What needs to be done
Both the line below containing "Before and after one commit to SzaboBence1027/QuickTick, a" and the line containing "Also in this commit, not shown: 5", along with every line between them, should be repeated exactly; no other line belongs in the answer.

Data to use
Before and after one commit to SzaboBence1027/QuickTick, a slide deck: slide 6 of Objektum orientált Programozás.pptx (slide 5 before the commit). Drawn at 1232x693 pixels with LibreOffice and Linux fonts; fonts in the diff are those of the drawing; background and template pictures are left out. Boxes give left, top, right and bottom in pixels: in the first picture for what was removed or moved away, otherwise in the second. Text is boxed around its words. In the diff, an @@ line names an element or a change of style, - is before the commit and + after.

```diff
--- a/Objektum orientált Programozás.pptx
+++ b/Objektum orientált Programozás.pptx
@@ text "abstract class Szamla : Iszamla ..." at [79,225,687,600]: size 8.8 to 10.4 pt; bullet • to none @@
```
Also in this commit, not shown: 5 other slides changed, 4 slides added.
---
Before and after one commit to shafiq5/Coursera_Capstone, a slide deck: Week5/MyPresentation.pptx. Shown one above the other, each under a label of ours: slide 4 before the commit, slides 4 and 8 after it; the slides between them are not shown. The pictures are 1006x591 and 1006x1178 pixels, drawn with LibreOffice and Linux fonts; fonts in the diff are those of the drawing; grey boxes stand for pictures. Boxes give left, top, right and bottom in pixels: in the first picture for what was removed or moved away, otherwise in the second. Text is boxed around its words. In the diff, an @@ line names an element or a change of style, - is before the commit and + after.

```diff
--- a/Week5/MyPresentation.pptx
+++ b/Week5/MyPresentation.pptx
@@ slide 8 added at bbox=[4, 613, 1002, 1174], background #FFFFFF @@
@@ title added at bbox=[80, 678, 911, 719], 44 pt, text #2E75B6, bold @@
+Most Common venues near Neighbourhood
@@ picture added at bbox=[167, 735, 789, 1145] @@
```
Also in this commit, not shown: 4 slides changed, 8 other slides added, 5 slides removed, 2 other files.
...
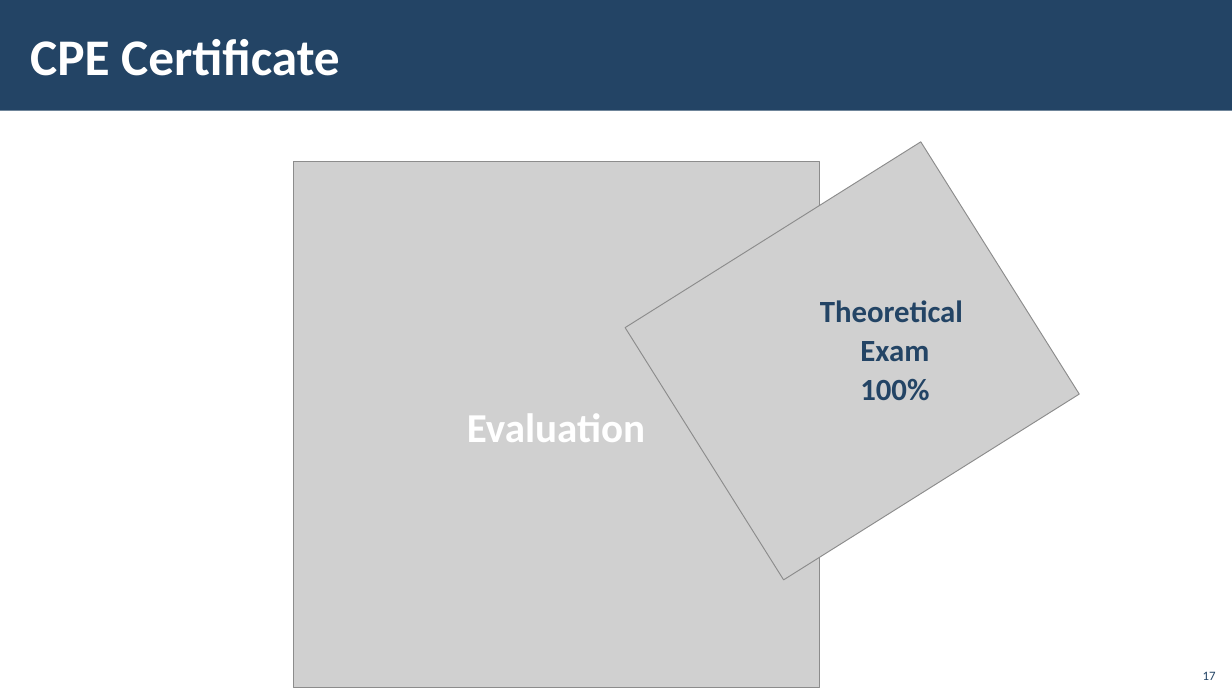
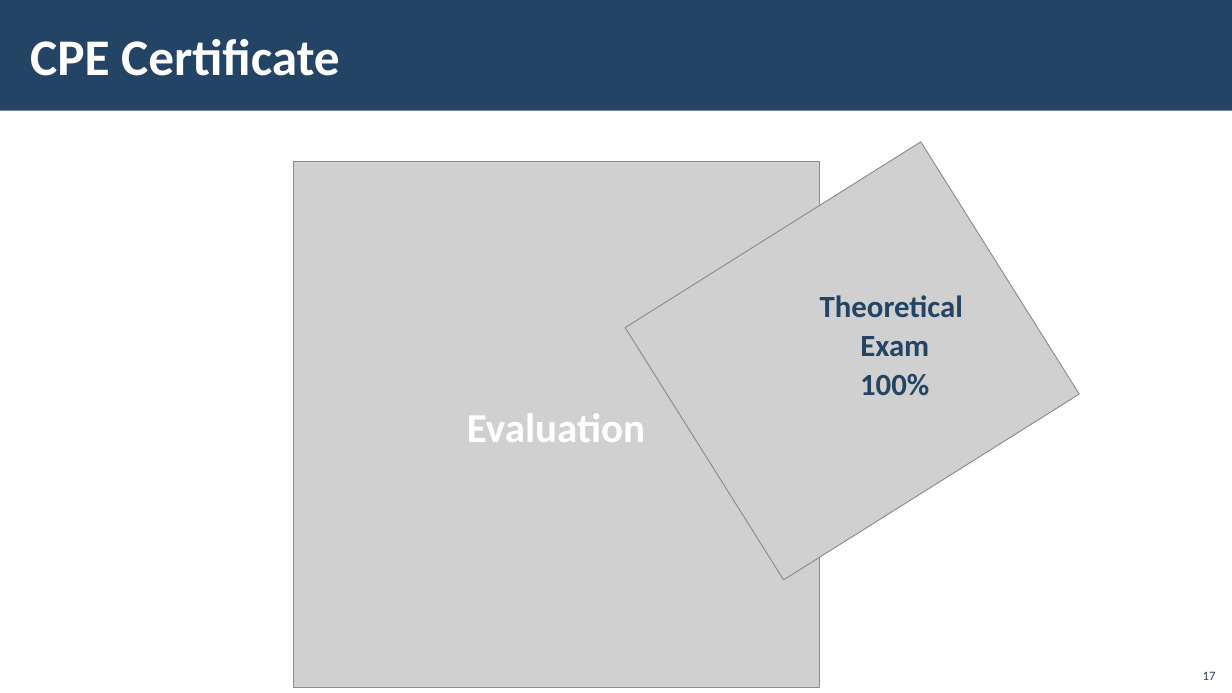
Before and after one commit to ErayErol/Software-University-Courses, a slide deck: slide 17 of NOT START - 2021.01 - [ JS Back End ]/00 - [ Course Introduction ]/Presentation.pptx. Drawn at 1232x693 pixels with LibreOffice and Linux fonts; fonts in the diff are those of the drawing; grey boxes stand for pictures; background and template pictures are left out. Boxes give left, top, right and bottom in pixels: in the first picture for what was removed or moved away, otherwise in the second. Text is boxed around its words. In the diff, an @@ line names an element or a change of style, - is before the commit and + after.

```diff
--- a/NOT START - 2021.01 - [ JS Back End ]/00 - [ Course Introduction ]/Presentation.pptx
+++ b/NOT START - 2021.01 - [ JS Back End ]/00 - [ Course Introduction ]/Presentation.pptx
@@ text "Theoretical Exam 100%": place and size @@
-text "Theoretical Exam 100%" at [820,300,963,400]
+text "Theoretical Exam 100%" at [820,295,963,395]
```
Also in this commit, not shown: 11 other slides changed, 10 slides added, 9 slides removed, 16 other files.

Task result
Before and after one commit to SzaboBence1027/QuickTick, a slide deck: slide 6 of Objektum orientált Programozás.pptx (slide 5 before the commit). Drawn at 1232x693 pixels with LibreOffice and Linux fonts; fonts in the diff are those of the drawing; background and template pictures are left out. Boxes give left, top, right and bottom in pixels: in the first picture for what was removed or moved away, otherwise in the second. Text is boxed around its words. In the diff, an @@ line names an element or a change of style, - is before the commit and + after.

```diff
--- a/Objektum orientált Programozás.pptx
+++ b/Objektum orientált Programozás.pptx
@@ text "abstract class Szamla : Iszamla ..." at [79,225,687,600]: size 8.8 to 10.4 pt; bullet • to none @@
```
Also in this commit, not shown: 5 other slides changed, 4 slides added.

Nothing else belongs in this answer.